Please repeat the entries exactly as they appear and omit any images.

§ **RECORDED INFORMATION**:
■ ■ ■ ■ ■ ■ ■

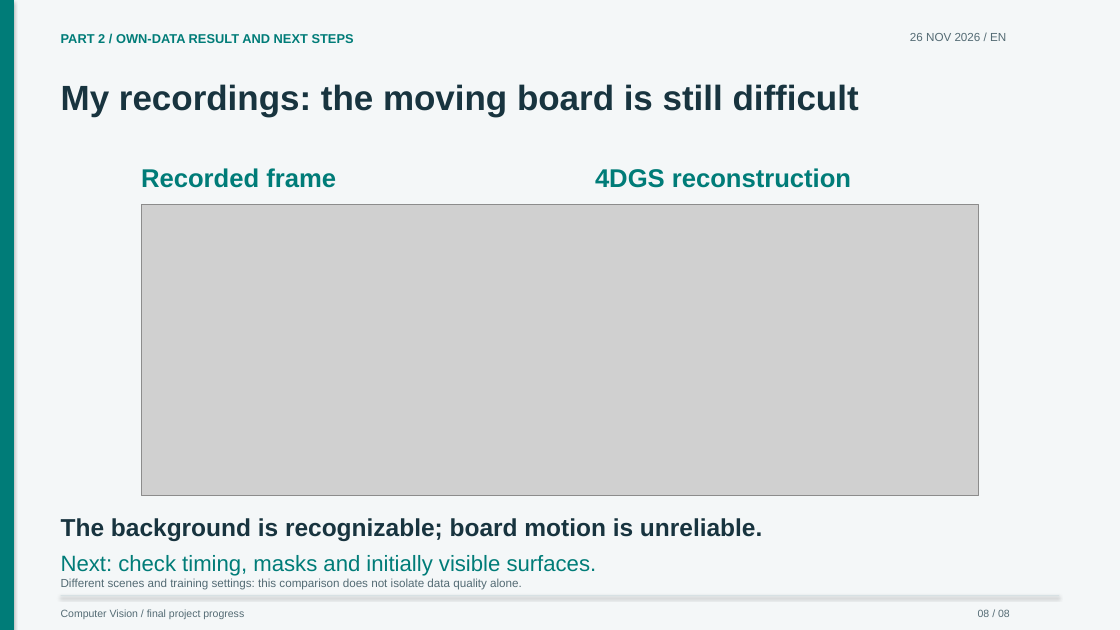
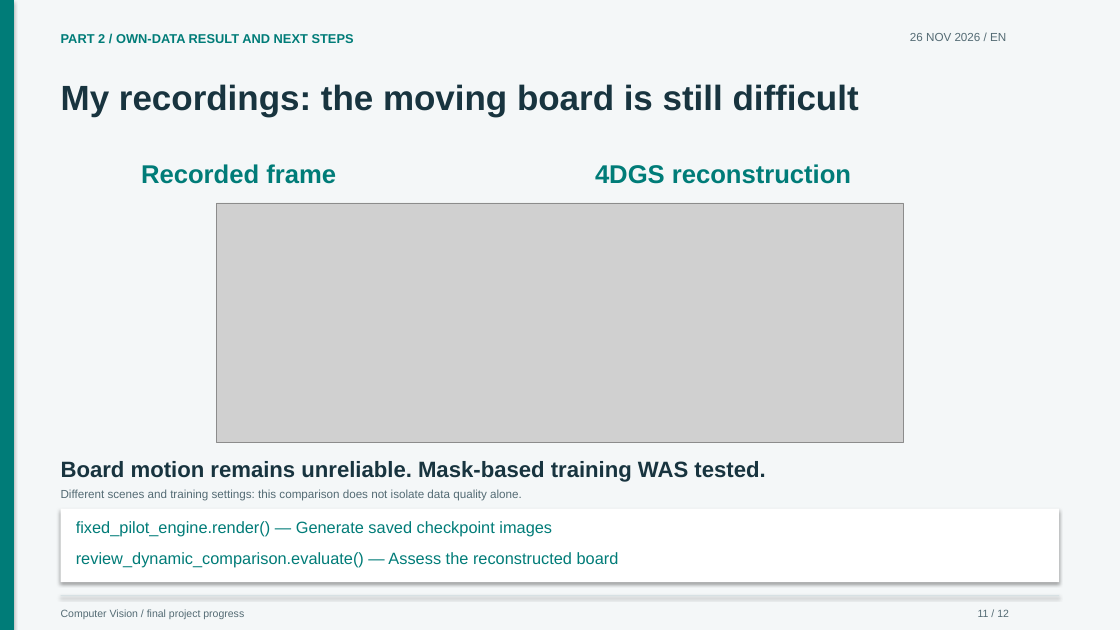
Before and after one commit to craptou/Projet_4D_Gaussian_Splatting, a slide deck: slide 11 of presentations/progress-2026-11-26.en.pptx (slide 8 before the commit). Drawn at 1120x630 pixels with LibreOffice and Linux fonts; fonts in the diff are those of the drawing; grey boxes stand for pictures. Boxes give left, top, right and bottom in pixels: in the first picture for what was removed or moved away, otherwise in the second. Text is boxed around its words. In the diff, an @@ line names an element or a change of style, - is before the commit and + after.

```diff
--- a/presentations/progress-2026-11-26.en.pptx
+++ b/presentations/progress-2026-11-26.en.pptx
@@ text "Recorded frame": place and size @@
-text "Recorded frame" at (141,168,336,188)
+text "Recorded frame" at (141,164,336,184)
@@ text "4DGS reconstruction": place and size @@
-text "4DGS reconstruction" at (595,168,851,188)
+text "4DGS reconstruction" at (595,164,851,184)
@@ picture: place and size @@
-picture at (141,204,979,496)
+picture at (217,203,903,443)
@@ text at (61,461,765,482): text changed; size 21 to 19 pt @@
-The background is recognizable; board motion is unreliable.
+Board motion remains unreliable. Mask-based training WAS tested.
@@ text "Different scenes and training settings: ...": place and size @@
-text "Different scenes and training settings: ..." at (61,578,522,590)
+text "Different scenes and training settings: ..." at (61,489,522,501)
@@ rectangle added at (60,509,1060,583), fill #FFFFFF @@
@@ text added at (76,521,552,536), 14 pt, text #007C78 @@
+fixed_pilot_engine.render() — Generate saved checkpoint images
@@ text removed at (61,555,597,576) @@
-Next: check timing, masks and initially visible surfaces.
@@ text added at (76,552,619,568), 14 pt, text #007C78 @@
+review_dynamic_comparison.evaluate() — Assess the reconstructed board
@@ text at (978,609,1009,617): text changed @@
-08 / 08
+11 / 12
```
Also in this commit, not shown: 7 other slides changed, 4 slides added, 2 slides removed, 14 other files.

■ ■ ■ ■ ■ ■ ■

§ **SOLUTION FOR THIS TASK**:
Before and after one commit to craptou/Projet_4D_Gaussian_Splatting, a slide deck: slide 11 of presentations/progress-2026-11-26.en.pptx (slide 8 before the commit). Drawn at 1120x630 pixels with LibreOffice and Linux fonts; fonts in the diff are those of the drawing; grey boxes stand for pictures. Boxes give left, top, right and bottom in pixels: in the first picture for what was removed or moved away, otherwise in the second. Text is boxed around its words. In the diff, an @@ line names an element or a change of style, - is before the commit and + after.

```diff
--- a/presentations/progress-2026-11-26.en.pptx
+++ b/presentations/progress-2026-11-26.en.pptx
@@ text "Recorded frame": place and size @@
-text "Recorded frame" at (141,168,336,188)
+text "Recorded frame" at (141,164,336,184)
@@ text "4DGS reconstruction": place and size @@
-text "4DGS reconstruction" at (595,168,851,188)
+text "4DGS reconstruction" at (595,164,851,184)
@@ picture: place and size @@
-picture at (141,204,979,496)
+picture at (217,203,903,443)
@@ text at (61,461,765,482): text changed; size 21 to 19 pt @@
-The background is recognizable; board motion is unreliable.
+Board motion remains unreliable. Mask-based training WAS tested.
@@ text "Different scenes and training settings: ...": place and size @@
-text "Different scenes and training settings: ..." at (61,578,522,590)
+text "Different scenes and training settings: ..." at (61,489,522,501)
@@ rectangle added at (60,509,1060,583), fill #FFFFFF @@
@@ text added at (76,521,552,536), 14 pt, text #007C78 @@
+fixed_pilot_engine.render() — Generate saved checkpoint images
@@ text removed at (61,555,597,576) @@
-Next: check timing, masks and initially visible surfaces.
@@ text added at (76,552,619,568), 14 pt, text #007C78 @@
+review_dynamic_comparison.evaluate() — Assess the reconstructed board
@@ text at (978,609,1009,617): text changed @@
-08 / 08
+11 / 12
```
Also in this commit, not shown: 7 other slides changed, 4 slides added, 2 slides removed, 14 other files.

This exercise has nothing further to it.